Tuesday, 22 June 2010

PRIESTS GOOD AND BAD


Post by Graham.

We have all been horrified in recent times by the dreadful stories coming out of the Roman Catholic Church concerning paedophile priests and the abuse of children in their care. And yet, in spite of these horrendous events (and let`s not kid ourselves that such things happen only in the Catholic Church ! ), we need to keep a sense of proportion and realise that the vast majority of priests, the world over, work selflessly and courageously for their people and deserve nothing but respect for their efforts.

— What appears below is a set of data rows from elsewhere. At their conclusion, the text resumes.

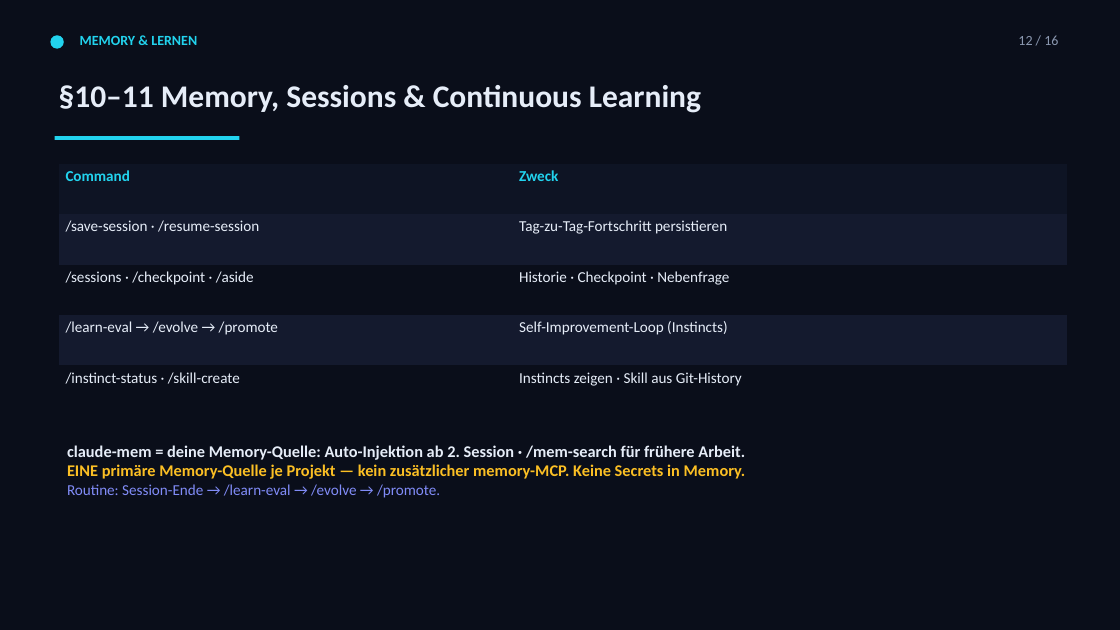
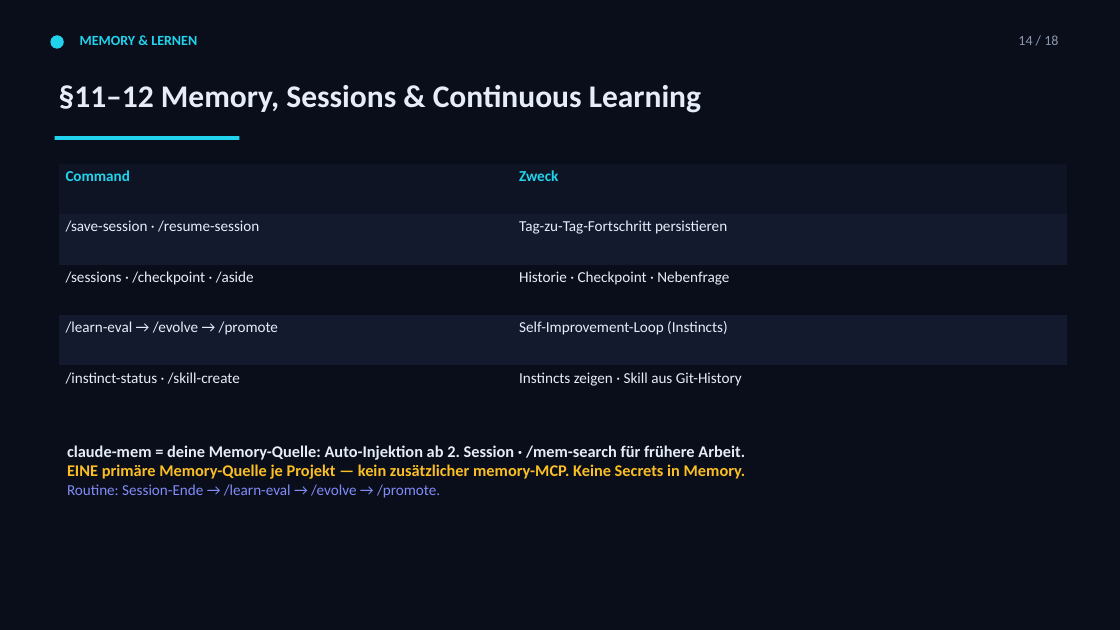
Before and after one commit to Paulee8155/Claude-Code-BestPractice, a slide deck: slide 15 of docs/ECC-Harness-Guide.de.pptx (slide 13 before the commit). Drawn at 1120x630 pixels with LibreOffice and Linux fonts; fonts in the diff are those of the drawing. Boxes give left, top, right and bottom in pixels: in the first picture for what was removed or moved away, otherwise in the second. Text is boxed around its words. In the diff, an @@ line names an element or a change of style, - is before the commit and + after.

```diff
--- a/docs/ECC-Harness-Guide.de.pptx
+++ b/docs/ECC-Harness-Guide.de.pptx
@@ text at box(1018, 35, 1058, 45): text changed @@
-12 / 16
+14 / 18
@@ text at box(59, 85, 701, 113): text changed @@
-§10–11 Memory, Sessions & Continuous Learning
+§11–12 Memory, Sessions & Continuous Learning
```
Also in this commit, not shown: 15 other slides changed, 2 slides added, 2 other files.
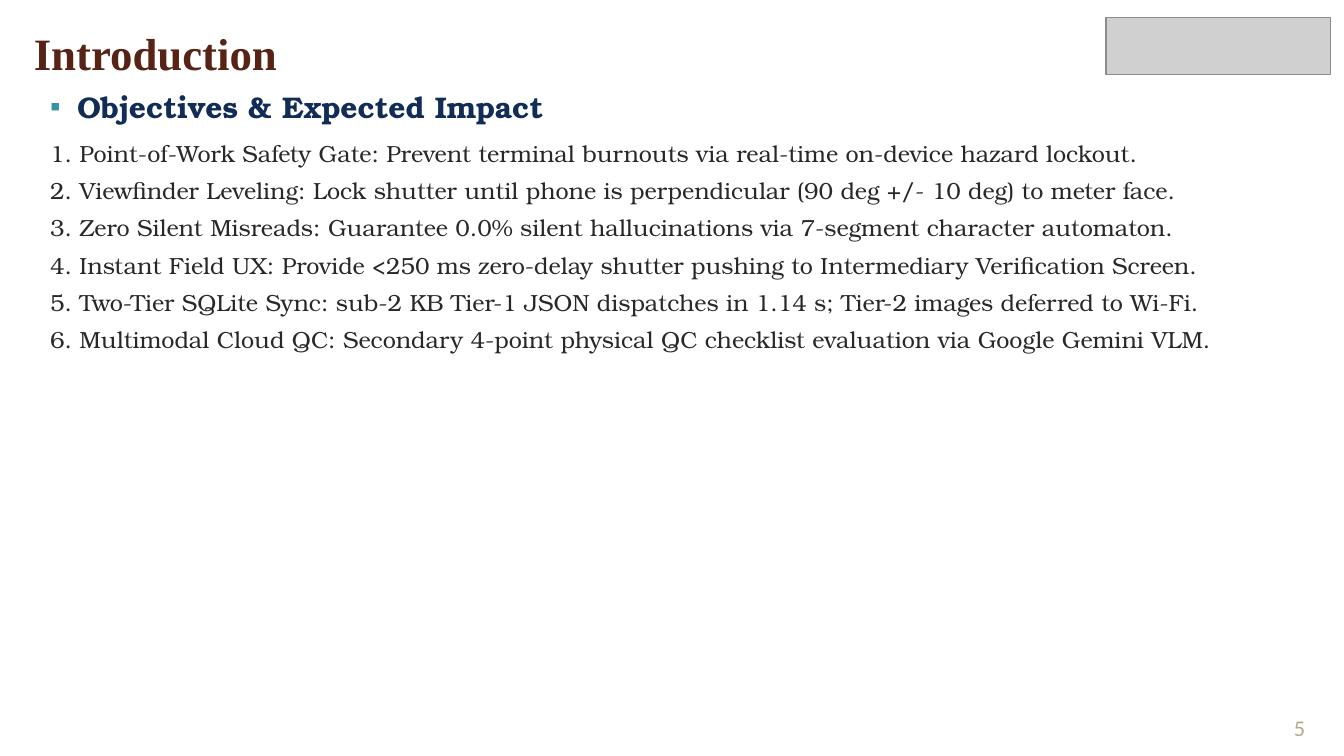
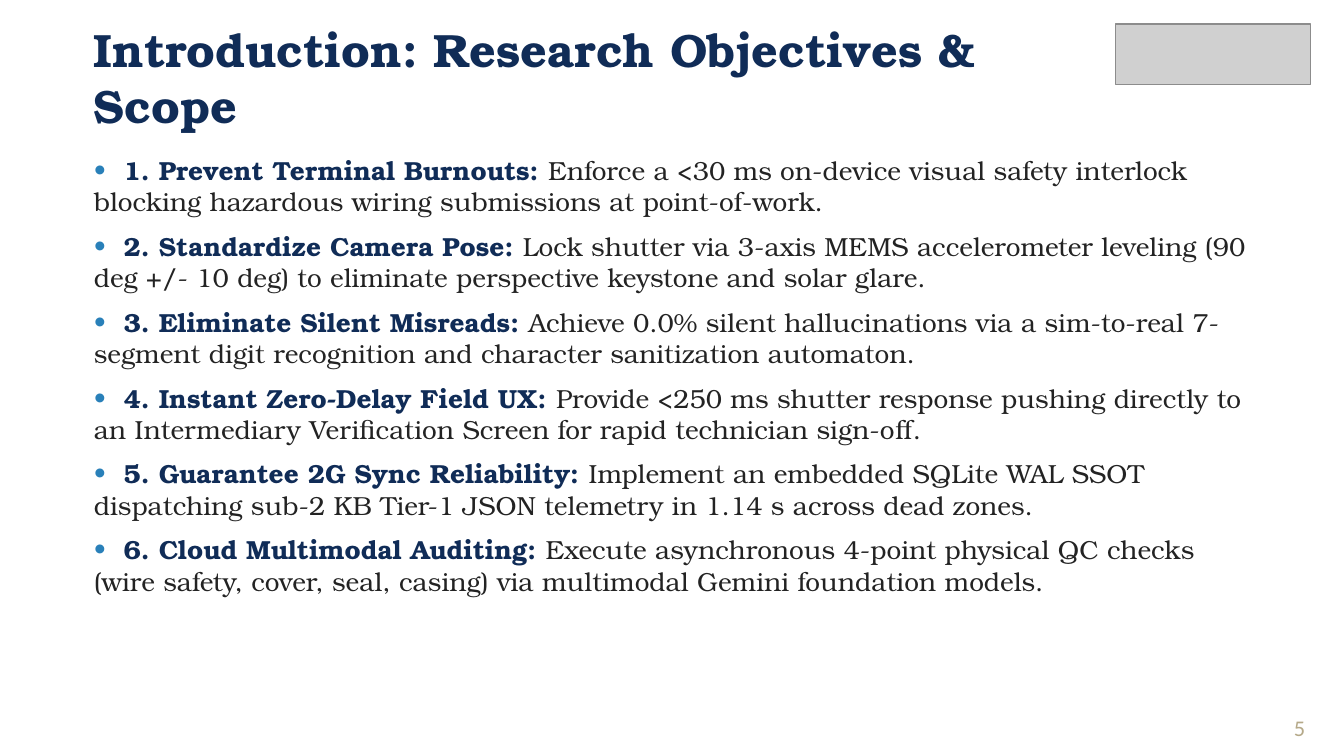
Before and after one commit to frankmathewsajan/psychic-spark, a slide deck: slide 5 of docs/presentation/Capstone_Final_Review_Presentation.pptx. Drawn at 1344x756 pixels with LibreOffice and Linux fonts; fonts in the diff are those of the drawing; grey boxes stand for pictures; background and template pictures are left out. Boxes give left, top, right and bottom in pixels: in the first picture for what was removed or moved away, otherwise in the second. Text is boxed around its words. In the diff, an @@ line names an element or a change of style, - is before the commit and + after.

Commit message:
fix(presentation-report): diagonal logo scaling, uniform bullets, abbreviations split, and layout perfection

```diff
--- a/docs/presentation/Capstone_Final_Review_Presentation.pptx
+++ b/docs/presentation/Capstone_Final_Review_Presentation.pptx
@@ picture: place and size @@
-picture at (1106, 17, 1331, 74)
+picture at (1116, 24, 1310, 85)
@@ text at (94, 31, 922, 133): text changed; size 24 to 25 pt; font Times New Roman to TeX Gyre Bonum; text colour #572314 to #102C57 @@
-Introduction
+Introduction: Research Objectives & Scope
@@ text at (94, 160, 1245, 597): text changed; size 12.5 to 14 pt; text colour #282828 to #232323 @@
-▪ Objectives & Expected Impact
-1. Point-of-Work Safety Gate: Prevent terminal burnouts via real-time on-device hazard lockout.
-2. Viewfinder Leveling: Lock shutter until phone is perpendicular (90 deg +/- 10 deg) to meter face.
-3. Zero Silent Misreads: Guarantee 0.0% silent hallucinations via 7-segment character automaton.
-4. Instant Field UX: Provide <250 ms zero-delay shutter pushing to Intermediary Verification Screen.
-5. Two-Tier SQLite Sync: sub-2 KB Tier-1 JSON dispatches in 1.14 s; Tier-2 images deferred to Wi-Fi.
-6. Multimodal Cloud QC: Secondary 4-point physical QC checklist evaluation via Google Gemini VLM.
+• 1. Prevent Terminal Burnouts: Enforce a <30 ms on-device visual safety interlock blocking hazardous wiring submissions at point-of-work.
+• 2. Standardize Camera Pose: Lock shutter via 3-axis MEMS accelerometer leveling (90 deg +/- 10 deg) to eliminate perspective keystone and solar glare.
+• 3. Eliminate Silent Misreads: Achieve 0.0% silent hallucinations via a sim-to-real 7-segment digit recognition and character sanitization automaton.
+• 4. Instant Zero-Delay Field UX: Provide <250 ms shutter response pushing directly to an Intermediary Verification Screen for rapid technician sign-off.
+• 5. Guarantee 2G Sync Reliability: Implement an embedded SQLite WAL SSOT dispatching sub-2 KB Tier-1 JSON telemetry in 1.14 s across dead zones.
+• 6. Cloud Multimodal Auditing: Execute asynchronous 4-point physical QC checks (wire safety, cover, seal, casing) via multimodal Gemini foundation models.
```
Also in this commit, not shown: 15 other slides changed, 4 other files.
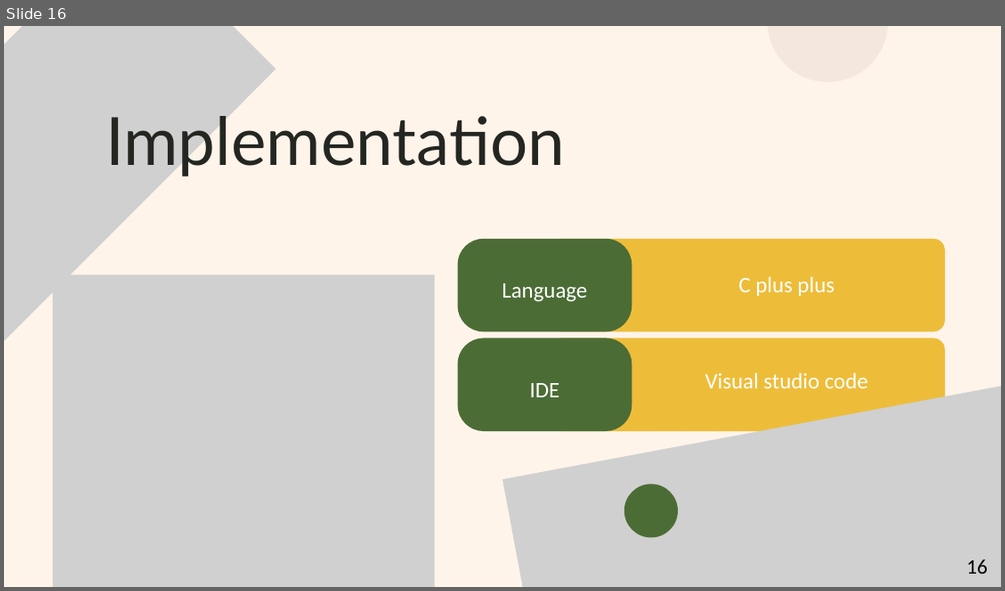
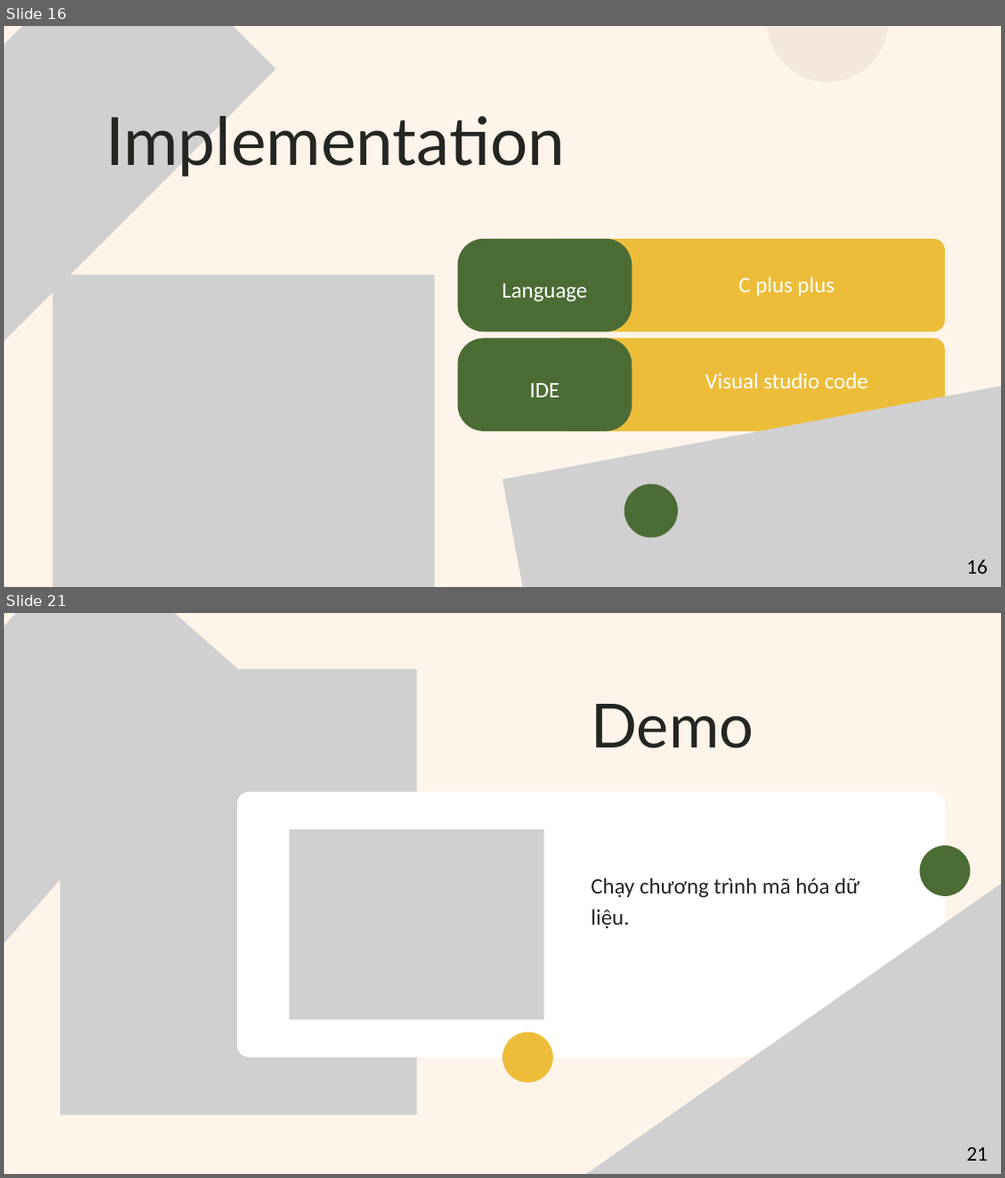
Before and after one commit to nokiddig/AES-XTS-Custom, a slide deck: Slide/Green and Yellow Illustration Digital Literacy Presentation.pptx. Shown one above the other, each under a label of ours: slide 16 before the commit, slides 16 and 21 after it; the slides between them are not shown. The pictures are 1005x591 and 1005x1178 pixels, drawn with LibreOffice and Linux fonts; fonts in the diff are those of the drawing; grey boxes stand for pictures. Boxes give left, top, right and bottom in pixels: in the first picture for what was removed or moved away, otherwise in the second. Text is boxed around its words. In the diff, an @@ line names an element or a change of style, - is before the commit and + after.

```diff
--- a/Slide/Green and Yellow Illustration Digital Literacy Presentation.pptx
+++ b/Slide/Green and Yellow Illustration Digital Literacy Presentation.pptx
@@ slide 21 added at (4,613,1001,1174), background #FFF4EA @@
@@ picture added at (4,613,243,1093) @@
@@ picture added at (60,669,416,1114) @@
@@ text added at (591,704,753,748), 88 pt, text #242622 @@
+Demo
@@ freeform shape added at (237,791,945,1056), fill #FFFFFF @@
@@ picture added at (289,829,543,1019) @@
@@ picture added at (491,829,1001,1174) @@
@@ freeform shape added at (920,845,970,896), fill #4C6C36 @@
@@ text added at (591,877,859,929), 32 pt, text #242622 @@
+Chạy chương trình mã hóa dữ liệu.
@@ freeform shape added at (502,1031,553,1082), fill #EDBD3A @@
@@ page number added at (966,1147,987,1160), 30 pt, text #000000 @@
+21
```
Also in this commit, not shown: 9 slides changed, 5 other slides added, 4 slides removed, 14 other files.

I have recently returned from Poland where a charismatic Roman Catholic priest, Jerzy Popieluszki, was beatified earlier this month on June 6th. Whatever we Unitarians think of beatification, this was a man of outstanding bravery and character. He was born in 1947, lived under the oppression of a brutal Communist regime but he kowtowed to nobody. By continuing to serve his flock and to celebrate mass with them (another thing many Unitarians are not too keen on !), using his sermons to criticize the regime and motivating people to protest against injustice, he became an enemy of the authorities and was finally and brutally murdered by the Security Police in 1984 at the age of 37.


He was much loved by all his people and his life illustrates how little an affiliation to a particular church or doctrine matters. His life was dedicated to the service of others and it proves that the only thing that really counts in this life is selfless love. It is something, surely, to which we all aspire.




Tuesday, 15 June 2010

NEVER LOOK BACK (UNLESS YOU INTEND TO GO THAT WAY)

Posted by Ash

....so the saying goes.

A few weekends ago we were delighted to welcome to New Meeting three new friends from Harvard, Massachusetts. Why had these wonderful people turned up on our doorstep for a Sunday service, thousands of milies from their home ? Simple really. They had been researching their ancestry and found through contact with the New Meeting web site that our congregation had been blessed with many years of service by their `lost` aunts, Jane and Caroline Badland. In this case, `many` really does mean exactly that;the sisters gained fame in the 1950`s as the oldest living sisters in the UK, and they both lived to well beyond 100 years of age. Most of those years were spent in unstinting service to New Meeting, its community, and the people of Kidderminster.

What was so amazing, was that had it not been for our American friends, we may not have revisited and appraised in such a significant way this uplifting connection with our past. Neither would we have met the local newcomers, who upon reading of the visit in the local press came to us with stories about the sisters that brought them very much back to life. We were even shown artefacts the sisters had used.

We talk a lot about the significance of `social action`;doing good works in support of others. These two sisters reminded us all only too clearly of what `good works` really means.

The visit helped fill in some gaps in our American friends family history. They were delightful people to meet and brought with them understanding, warmth and love. It also helped our community here to re-focus and grow.
So perhaps sometimes it really is useful to `look back` and learn from our forebears. Wisdom,after all, does not just reside in the present.

Note:

`Don`t look back unless you intend to go that way` is a quotation from Henry David Thoreau, author,transcendentalist ,abolitionist,naturalist,civil libertarian, from Concord, Massachusetts. 1817-1862

Tuesday, 1 June 2010

CAN`T MANAGE IT MYSELF

Post by Graham

Last Sunday was Trinity Sunday and an Anglican friend who knows that most Unitarians don`t subscribe to the Trinity, asked me what our church service was about. When I told her that our theme was `The Nature Of God`, and that we held a mock court scene discussing whether in fact God existed or not, you could see that she was clearly horrified, although she was too polite to say so.

To her and most churchgoers, you go to church to worship and praise God, not to question his exitence. Why not ? Perhaps it`s because, as I read on an official church`s website: `If you probe the depths of God too deeply you are likely to slip into heresy`. This is a view that I simply cannot accept. Surely, it is not heresy to seek answers to the mystery of the Universe? Perhaps it is because there have always been so many ready-made answers in the established church that so many people are put off going there.The age of blind acceptance is past and the sooner the church realises this the better.